Every entry that follows is to be set down exactly, with its pictures omitted.

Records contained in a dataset
──────────

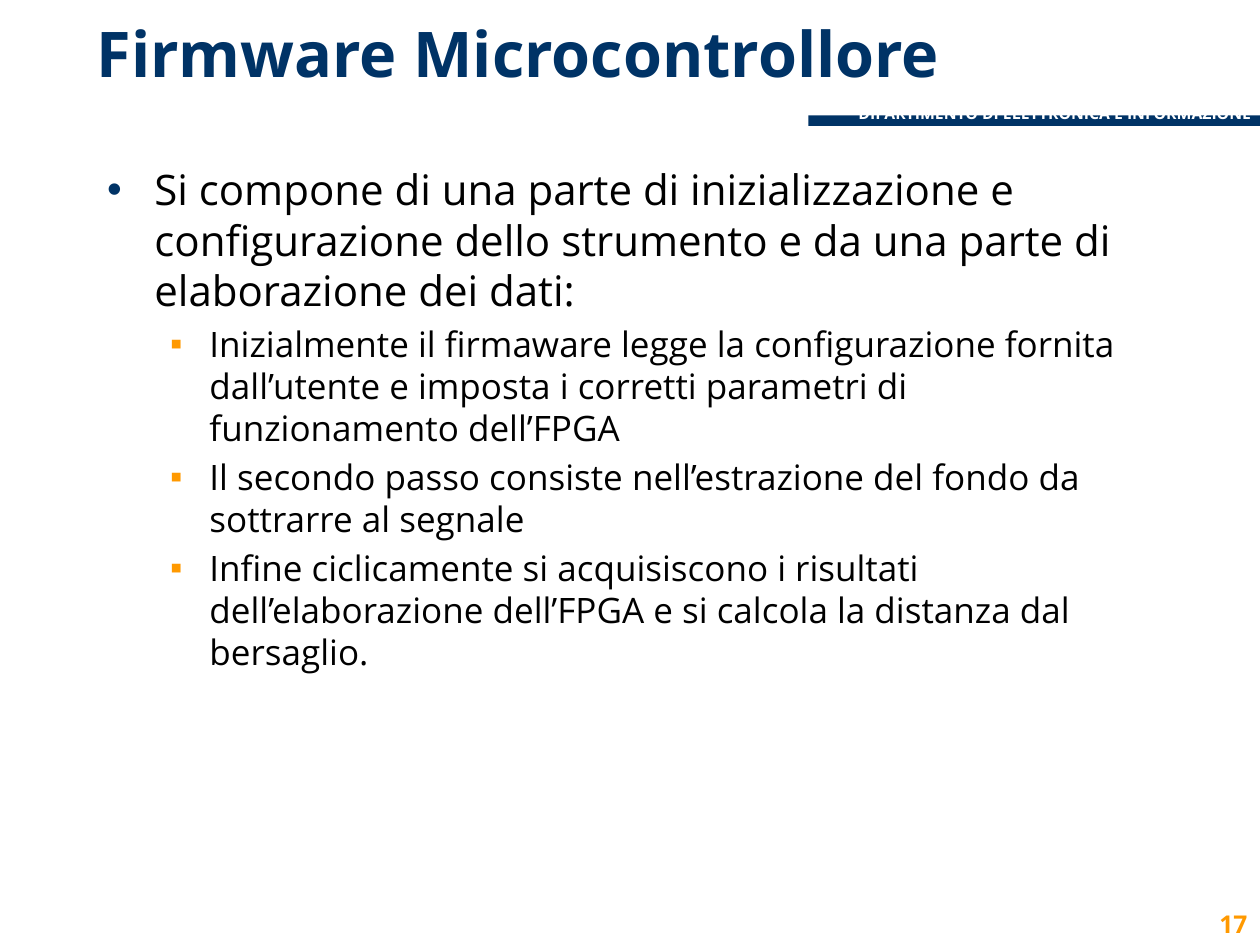
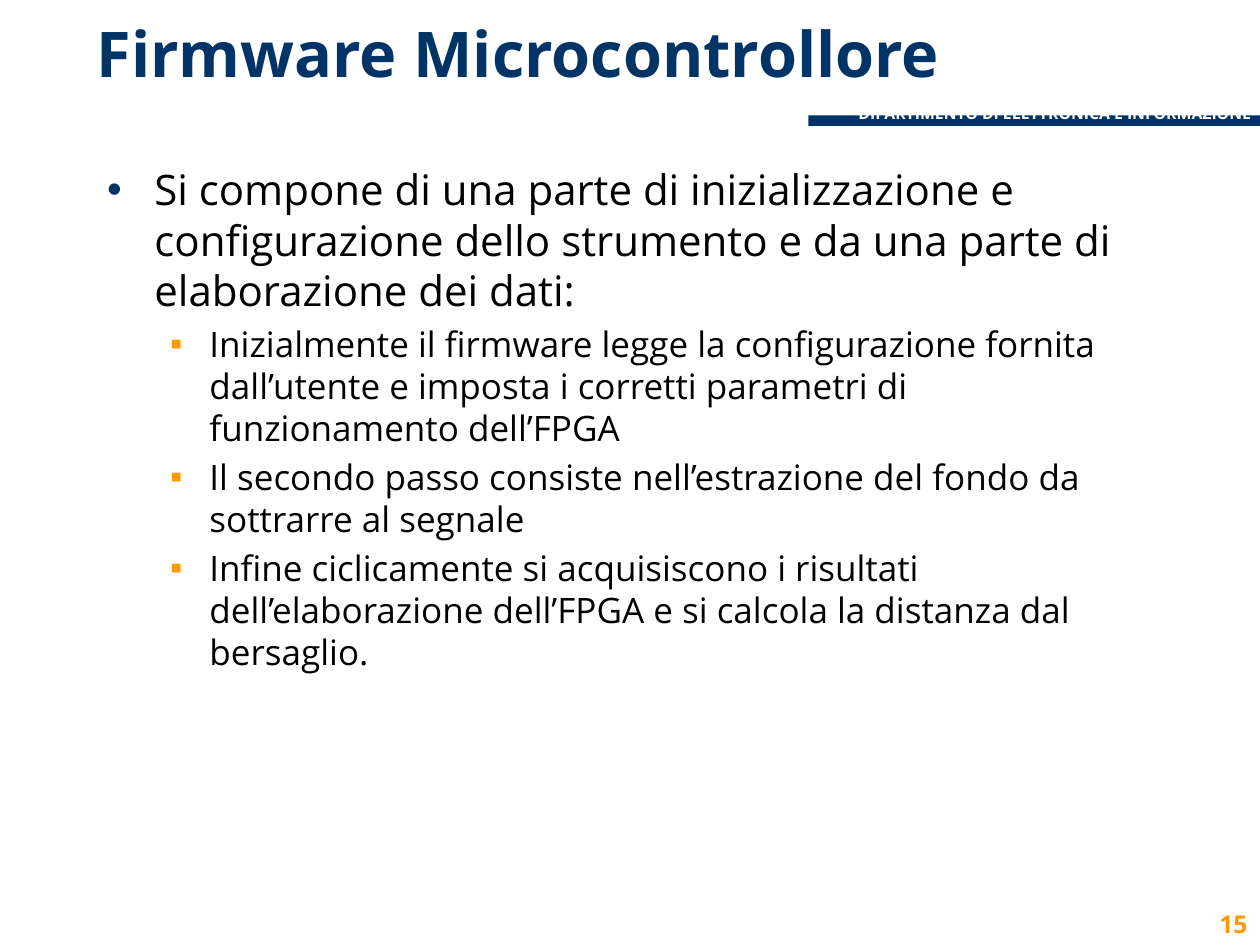
Before and after one commit to lcavagnispolimi/thesis_latex, a slide deck: slide 15 of presentazione_discussione.pptx (slide 17 before the commit). Drawn at 1260x945 pixels with LibreOffice and Linux fonts; fonts in the diff are those of the drawing; background and template pictures are left out. Boxes give left, top, right and bottom in pixels: in the first picture for what was removed or moved away, otherwise in the second. Text is boxed around its words. In the diff, an @@ line names an element or a change of style, - is before the commit and + after.

```diff
--- a/presentazione_discussione.pptx
+++ b/presentazione_discussione.pptx
@@ text at (209, 330, 1095, 442): text changed @@
-  ▪ Inizialmente il firmaware legge la configurazione fornita dall’utente e imposta i corretti parametri di funzionamento dell’FPGA
+  ▪ Inizialmente il firmware legge la configurazione fornita dall’utente e imposta i corretti parametri di funzionamento dell’FPGA
@@ page number at (1219, 915, 1247, 934): text changed @@
-17
+15
```
Also in this commit, not shown: 14 other slides changed, 1 slide added, 2 slides removed.

──────────

- **OUTPUT FOR THIS EXERCISE**:
Before and after one commit to lcavagnispolimi/thesis_latex, a slide deck: slide 15 of presentazione_discussione.pptx (slide 17 before the commit). Drawn at 1260x945 pixels with LibreOffice and Linux fonts; fonts in the diff are those of the drawing; background and template pictures are left out. Boxes give left, top, right and bottom in pixels: in the first picture for what was removed or moved away, otherwise in the second. Text is boxed around its words. In the diff, an @@ line names an element or a change of style, - is before the commit and + after.

```diff
--- a/presentazione_discussione.pptx
+++ b/presentazione_discussione.pptx
@@ text at (209, 330, 1095, 442): text changed @@
-  ▪ Inizialmente il firmaware legge la configurazione fornita dall’utente e imposta i corretti parametri di funzionamento dell’FPGA
+  ▪ Inizialmente il firmware legge la configurazione fornita dall’utente e imposta i corretti parametri di funzionamento dell’FPGA
@@ page number at (1219, 915, 1247, 934): text changed @@
-17
+15
```
Also in this commit, not shown: 14 other slides changed, 1 slide added, 2 slides removed.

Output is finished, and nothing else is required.